Despite the heat, summer is the favorite season of many people. Packed with beach days, road trips, picnics, and more, summer is often a period of memorable adventures. But did you know it’s also the season with the most car crashes and accident-caused fatalities?
The days between Memorial Day and Labor Day are known as the “100 deadliest days of summer” due to the drastic increase in accidents and vehicular fatalities. Here’s what you need to know about driving safely during these dangerous months.
What Makes the 100 Deadliest Days of Summer So Deadly?
These 100 days are dangerous for all drivers, but teenagers make up a large percentage of those most at risk of causing accidents. According to AAA, nearly 700 people die each year in a crash involving teens, and the likelihood of such crashes rises dramatically during the summer months; teenage driving fatalities increase by 26% during this time of year.
Because teens are out of school in the summer, that means they’re on the road more during the day, contributing to the increased accident rates. Summer is also a popular time for road trips and more travel in general, leading to greater road traffic and potential for collisions.
With more people on the road celebrating their freedom, there’s also a more significant risk of reckless or unsafe driving. Between 2013 and 2017, the summer months saw nearly 20% more drinking and driving than normal, and distracted driving increased by an average of nearly 10% during this 100-day period each year.
How to Encourage Safe Driving
It’s vitally important to encourage your teens to drive safely. However, it’s equally important to engage in defensive and safe driving as an adult, both to set an example for teenagers and to be able to safely drive and react when on the road.
Here are some tips for safe driving to use both during the 100 deadliest days this summer and throughout the year:
Assess When It’s Unsafe to Drive
If you’re drunk, distracted, or drowsy, it’s unsafe to drive. It’s better to remove yourself from the road rather than pose an unnecessary risk to yourself and others.

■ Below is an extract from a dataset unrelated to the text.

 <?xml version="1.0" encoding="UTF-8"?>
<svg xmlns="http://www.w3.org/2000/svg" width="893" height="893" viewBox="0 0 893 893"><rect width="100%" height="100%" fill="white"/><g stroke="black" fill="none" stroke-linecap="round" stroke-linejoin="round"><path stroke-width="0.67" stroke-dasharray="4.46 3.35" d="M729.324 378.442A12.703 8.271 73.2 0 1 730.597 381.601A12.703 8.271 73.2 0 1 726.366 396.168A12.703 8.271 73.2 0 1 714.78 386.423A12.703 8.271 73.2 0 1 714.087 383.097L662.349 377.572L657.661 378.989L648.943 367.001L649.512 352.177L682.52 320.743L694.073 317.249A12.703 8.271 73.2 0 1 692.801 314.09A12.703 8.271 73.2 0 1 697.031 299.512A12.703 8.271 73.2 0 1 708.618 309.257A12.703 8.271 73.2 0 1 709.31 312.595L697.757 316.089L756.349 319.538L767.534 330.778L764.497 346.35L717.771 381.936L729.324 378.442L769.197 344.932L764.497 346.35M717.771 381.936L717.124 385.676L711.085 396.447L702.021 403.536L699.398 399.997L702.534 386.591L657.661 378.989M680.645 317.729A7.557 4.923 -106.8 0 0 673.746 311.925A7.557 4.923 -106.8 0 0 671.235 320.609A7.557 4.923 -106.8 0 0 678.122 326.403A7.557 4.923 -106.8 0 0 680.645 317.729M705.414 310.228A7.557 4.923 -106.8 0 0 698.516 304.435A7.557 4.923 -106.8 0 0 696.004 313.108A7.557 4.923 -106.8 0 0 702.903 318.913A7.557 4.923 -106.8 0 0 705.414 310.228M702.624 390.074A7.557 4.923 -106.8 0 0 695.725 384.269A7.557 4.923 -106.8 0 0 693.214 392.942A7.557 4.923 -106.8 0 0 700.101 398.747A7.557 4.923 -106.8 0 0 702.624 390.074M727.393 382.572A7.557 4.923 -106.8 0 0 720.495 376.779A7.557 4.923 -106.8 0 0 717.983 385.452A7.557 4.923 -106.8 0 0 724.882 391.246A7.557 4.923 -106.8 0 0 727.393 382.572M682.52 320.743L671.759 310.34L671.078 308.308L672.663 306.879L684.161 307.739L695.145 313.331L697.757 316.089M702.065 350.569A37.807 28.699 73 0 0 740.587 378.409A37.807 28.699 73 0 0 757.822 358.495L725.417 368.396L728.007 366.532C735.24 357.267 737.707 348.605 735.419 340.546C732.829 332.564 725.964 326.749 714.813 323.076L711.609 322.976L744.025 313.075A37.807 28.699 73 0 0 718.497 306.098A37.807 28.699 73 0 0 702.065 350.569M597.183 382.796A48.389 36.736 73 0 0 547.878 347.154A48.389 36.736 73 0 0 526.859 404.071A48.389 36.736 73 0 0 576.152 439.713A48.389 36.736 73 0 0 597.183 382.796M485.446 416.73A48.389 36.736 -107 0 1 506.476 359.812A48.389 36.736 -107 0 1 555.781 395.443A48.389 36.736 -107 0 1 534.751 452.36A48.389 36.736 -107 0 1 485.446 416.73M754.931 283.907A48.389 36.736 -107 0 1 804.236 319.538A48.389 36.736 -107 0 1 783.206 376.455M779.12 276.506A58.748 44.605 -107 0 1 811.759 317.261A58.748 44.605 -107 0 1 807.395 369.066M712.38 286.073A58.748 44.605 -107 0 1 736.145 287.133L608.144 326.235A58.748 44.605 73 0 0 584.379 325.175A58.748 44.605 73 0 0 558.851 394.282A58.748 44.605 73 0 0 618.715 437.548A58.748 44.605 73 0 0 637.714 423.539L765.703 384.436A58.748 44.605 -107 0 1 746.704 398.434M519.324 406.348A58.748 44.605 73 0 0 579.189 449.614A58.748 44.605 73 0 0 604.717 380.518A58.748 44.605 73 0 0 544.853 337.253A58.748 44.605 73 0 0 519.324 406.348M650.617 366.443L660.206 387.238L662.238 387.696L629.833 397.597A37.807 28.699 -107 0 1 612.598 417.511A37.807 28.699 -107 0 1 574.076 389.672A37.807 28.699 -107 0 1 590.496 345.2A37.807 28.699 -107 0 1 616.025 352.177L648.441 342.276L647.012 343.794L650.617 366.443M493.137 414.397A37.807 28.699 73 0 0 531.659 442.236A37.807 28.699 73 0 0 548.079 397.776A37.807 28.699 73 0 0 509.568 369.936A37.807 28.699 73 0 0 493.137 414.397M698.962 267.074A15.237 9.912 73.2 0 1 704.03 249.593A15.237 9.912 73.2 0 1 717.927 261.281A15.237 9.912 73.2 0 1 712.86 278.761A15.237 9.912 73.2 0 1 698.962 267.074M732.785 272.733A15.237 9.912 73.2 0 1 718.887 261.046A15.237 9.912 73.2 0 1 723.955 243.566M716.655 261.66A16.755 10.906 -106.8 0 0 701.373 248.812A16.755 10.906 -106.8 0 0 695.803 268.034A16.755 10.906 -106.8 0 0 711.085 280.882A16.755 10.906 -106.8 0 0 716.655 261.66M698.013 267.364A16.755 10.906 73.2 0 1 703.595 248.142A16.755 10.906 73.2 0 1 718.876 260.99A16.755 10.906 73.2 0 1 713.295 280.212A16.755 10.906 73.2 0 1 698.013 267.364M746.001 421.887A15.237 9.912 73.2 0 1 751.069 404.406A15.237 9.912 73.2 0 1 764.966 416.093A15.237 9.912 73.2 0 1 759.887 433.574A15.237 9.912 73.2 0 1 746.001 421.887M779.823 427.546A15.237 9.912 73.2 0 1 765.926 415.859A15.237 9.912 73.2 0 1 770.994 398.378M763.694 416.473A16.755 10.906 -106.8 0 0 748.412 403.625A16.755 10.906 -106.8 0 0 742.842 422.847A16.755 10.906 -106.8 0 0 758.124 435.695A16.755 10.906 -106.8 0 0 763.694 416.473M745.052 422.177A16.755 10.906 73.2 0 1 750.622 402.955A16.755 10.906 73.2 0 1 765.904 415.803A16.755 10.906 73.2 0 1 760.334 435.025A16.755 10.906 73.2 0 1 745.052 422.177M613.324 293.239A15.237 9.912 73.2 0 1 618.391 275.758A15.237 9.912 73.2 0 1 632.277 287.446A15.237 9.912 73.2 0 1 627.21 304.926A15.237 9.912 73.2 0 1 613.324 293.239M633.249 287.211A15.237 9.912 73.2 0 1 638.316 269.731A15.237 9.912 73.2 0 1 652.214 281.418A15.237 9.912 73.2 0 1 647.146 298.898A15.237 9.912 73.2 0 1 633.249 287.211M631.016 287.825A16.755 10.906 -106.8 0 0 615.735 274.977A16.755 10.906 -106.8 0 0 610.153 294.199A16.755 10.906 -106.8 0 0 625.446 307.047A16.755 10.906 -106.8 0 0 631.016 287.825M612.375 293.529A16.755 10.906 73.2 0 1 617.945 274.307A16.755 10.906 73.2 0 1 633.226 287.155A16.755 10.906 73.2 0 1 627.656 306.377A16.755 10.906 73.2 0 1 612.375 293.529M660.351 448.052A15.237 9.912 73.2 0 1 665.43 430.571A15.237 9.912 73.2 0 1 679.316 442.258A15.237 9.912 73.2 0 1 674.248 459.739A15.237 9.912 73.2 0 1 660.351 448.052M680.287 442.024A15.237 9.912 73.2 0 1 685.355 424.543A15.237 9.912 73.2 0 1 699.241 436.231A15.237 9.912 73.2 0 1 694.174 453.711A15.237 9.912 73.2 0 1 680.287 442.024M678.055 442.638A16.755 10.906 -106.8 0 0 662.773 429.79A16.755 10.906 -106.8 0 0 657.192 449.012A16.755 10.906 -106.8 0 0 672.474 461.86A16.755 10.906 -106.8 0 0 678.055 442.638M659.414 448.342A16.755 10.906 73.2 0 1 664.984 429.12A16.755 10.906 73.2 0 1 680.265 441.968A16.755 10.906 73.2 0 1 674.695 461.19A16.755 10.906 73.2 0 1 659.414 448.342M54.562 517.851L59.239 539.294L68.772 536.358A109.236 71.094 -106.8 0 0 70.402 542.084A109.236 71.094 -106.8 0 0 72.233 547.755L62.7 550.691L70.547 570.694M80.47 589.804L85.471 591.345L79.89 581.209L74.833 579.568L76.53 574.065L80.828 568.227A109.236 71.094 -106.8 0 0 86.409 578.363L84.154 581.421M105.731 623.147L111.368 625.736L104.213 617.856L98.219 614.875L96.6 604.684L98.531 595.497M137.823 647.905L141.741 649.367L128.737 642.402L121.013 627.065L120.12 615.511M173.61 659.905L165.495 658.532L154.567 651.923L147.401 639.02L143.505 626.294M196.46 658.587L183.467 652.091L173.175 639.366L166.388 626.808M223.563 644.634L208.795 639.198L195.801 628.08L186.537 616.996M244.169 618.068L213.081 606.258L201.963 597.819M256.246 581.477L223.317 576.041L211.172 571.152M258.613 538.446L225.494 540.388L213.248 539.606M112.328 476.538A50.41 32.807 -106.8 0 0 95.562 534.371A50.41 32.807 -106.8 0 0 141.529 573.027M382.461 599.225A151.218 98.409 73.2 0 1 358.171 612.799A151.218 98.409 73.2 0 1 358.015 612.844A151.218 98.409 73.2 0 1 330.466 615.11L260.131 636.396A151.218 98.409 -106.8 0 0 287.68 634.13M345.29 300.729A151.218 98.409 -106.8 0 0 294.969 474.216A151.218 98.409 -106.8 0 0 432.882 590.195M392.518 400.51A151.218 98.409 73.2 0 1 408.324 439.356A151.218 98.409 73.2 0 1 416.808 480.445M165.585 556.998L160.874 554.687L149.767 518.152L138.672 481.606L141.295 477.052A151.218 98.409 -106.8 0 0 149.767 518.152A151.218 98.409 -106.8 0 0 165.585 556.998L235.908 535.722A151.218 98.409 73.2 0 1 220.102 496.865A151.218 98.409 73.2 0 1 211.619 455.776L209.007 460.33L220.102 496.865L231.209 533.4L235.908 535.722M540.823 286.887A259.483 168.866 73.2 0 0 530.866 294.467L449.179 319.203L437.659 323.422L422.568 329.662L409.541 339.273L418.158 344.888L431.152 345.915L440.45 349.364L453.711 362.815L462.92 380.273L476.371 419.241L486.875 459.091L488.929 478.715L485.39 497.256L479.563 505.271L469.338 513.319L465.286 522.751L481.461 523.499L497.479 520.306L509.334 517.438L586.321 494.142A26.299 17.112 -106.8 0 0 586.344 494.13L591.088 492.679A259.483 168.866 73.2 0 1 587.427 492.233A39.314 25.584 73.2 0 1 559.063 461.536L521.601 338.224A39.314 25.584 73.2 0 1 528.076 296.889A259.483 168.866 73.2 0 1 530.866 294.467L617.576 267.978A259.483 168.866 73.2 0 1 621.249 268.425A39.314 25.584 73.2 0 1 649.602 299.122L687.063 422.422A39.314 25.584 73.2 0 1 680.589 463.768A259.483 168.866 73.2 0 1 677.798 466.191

- Distracted Driving: Three in five teen accidents are caused by distracted driving, and surprisingly, the leading distractor is other passengers, followed by phone calls and texts. Driving while eating, doing makeup, or any other kind of multi-tasking is also driving distracted. Avoid distractions inside and outside of your car and keep your attention focused on the road and your surroundings when driving.
- Drunk Driving: Teach your teens to drive responsibly and avoid situations where they might be tempted to ride in a car with a driver who is drunk or high. Let them know they can always call you if they need a ride away from a dangerous situation and they’ll get one, lecture-free. It’s better for them to call you and avoid driving drunk than to risk the danger because they’re scared of getting in trouble.
- Drowsy Driving: Drowsy drivers have been shown to have similar levels of impairment as drunk drivers. And the only way to not drive drowsy is to get a good night’s sleep; “cures” like chewing gum or blasting the AC are not real solutions. At Tochta, we strive to help you get a quality night’s sleep every night with our luxury custom mattresses. Road trips and cross-country truck routes are exactly the occasions when drowsy driving is most likely. But with a Tochta custom mattress, you can get a top-quality mattress in virtually any custom size and shape that fits comfortably in your vehicle and also lets you get a great and rejuvenating night’s sleep, decreasing your risk of dangerous drowsy driving.
Wear Your Seatbelt
Seatbelts save thousands of lives each year, and a person wearing one is 45 % less likely to be killed in an accident. CDC statistics show that driving with a seatbelt stops you from being ejected out of a car (which has a 75% chance of death) and halves your chances of getting a severe injury. Teach your teens to wear a seatbelt by first setting a good example and wearing one yourself.
Stay Out of Blind Spots
As a pedestrian or a car driver, you’re just a small blip on the road compared to large vehicles and trucks. They are higher up than you, too, meaning their range of vision is altered.
The most significant blind spots for trucks are directly behind them, the passenger side (particularly near the door), and anything below six feet tall. Be aware of these spots and try to stay out of them as much as possible.
Avoid passing, crossing the road, or driving near trucks and large vehicles when possible so you can both have the space you need to drive safely. When passing is necessary, make sure you can see both of the vehicle’s headlights in your rearview mirror before switching lanes in front of them.
Do Not Speed
Unfortunately, many people have become accustomed to the habit of speeding. But speeding increases the chances you’ll lose control of the car, increases the severity of an accident, and decreases the time you’ll have to react to dangerous situations or obstacles.
In 2018, speeding killed over 9,300 people in the US alone. If you need to get somewhere urgently, don’t speed—leave earlier.
Be Aware of Other Drivers
Being aware of other road users is an essential part of defensive driving. Stay a safe distance from the car in front of you to increase the amount of reaction time you have should they slam on their breaks or crash into something.
Keeping your gaze far ahead instead of becoming preoccupied by only things in your immediate vicinity will also allow you to scan the road and react well in advance. Consider the other drivers on the road and be ready to respond safely if they take any impulsive actions.
The summer can be adventurous, relaxing, and safe all at once if we take the precautions to drive safely and teach our teenagers to do the same.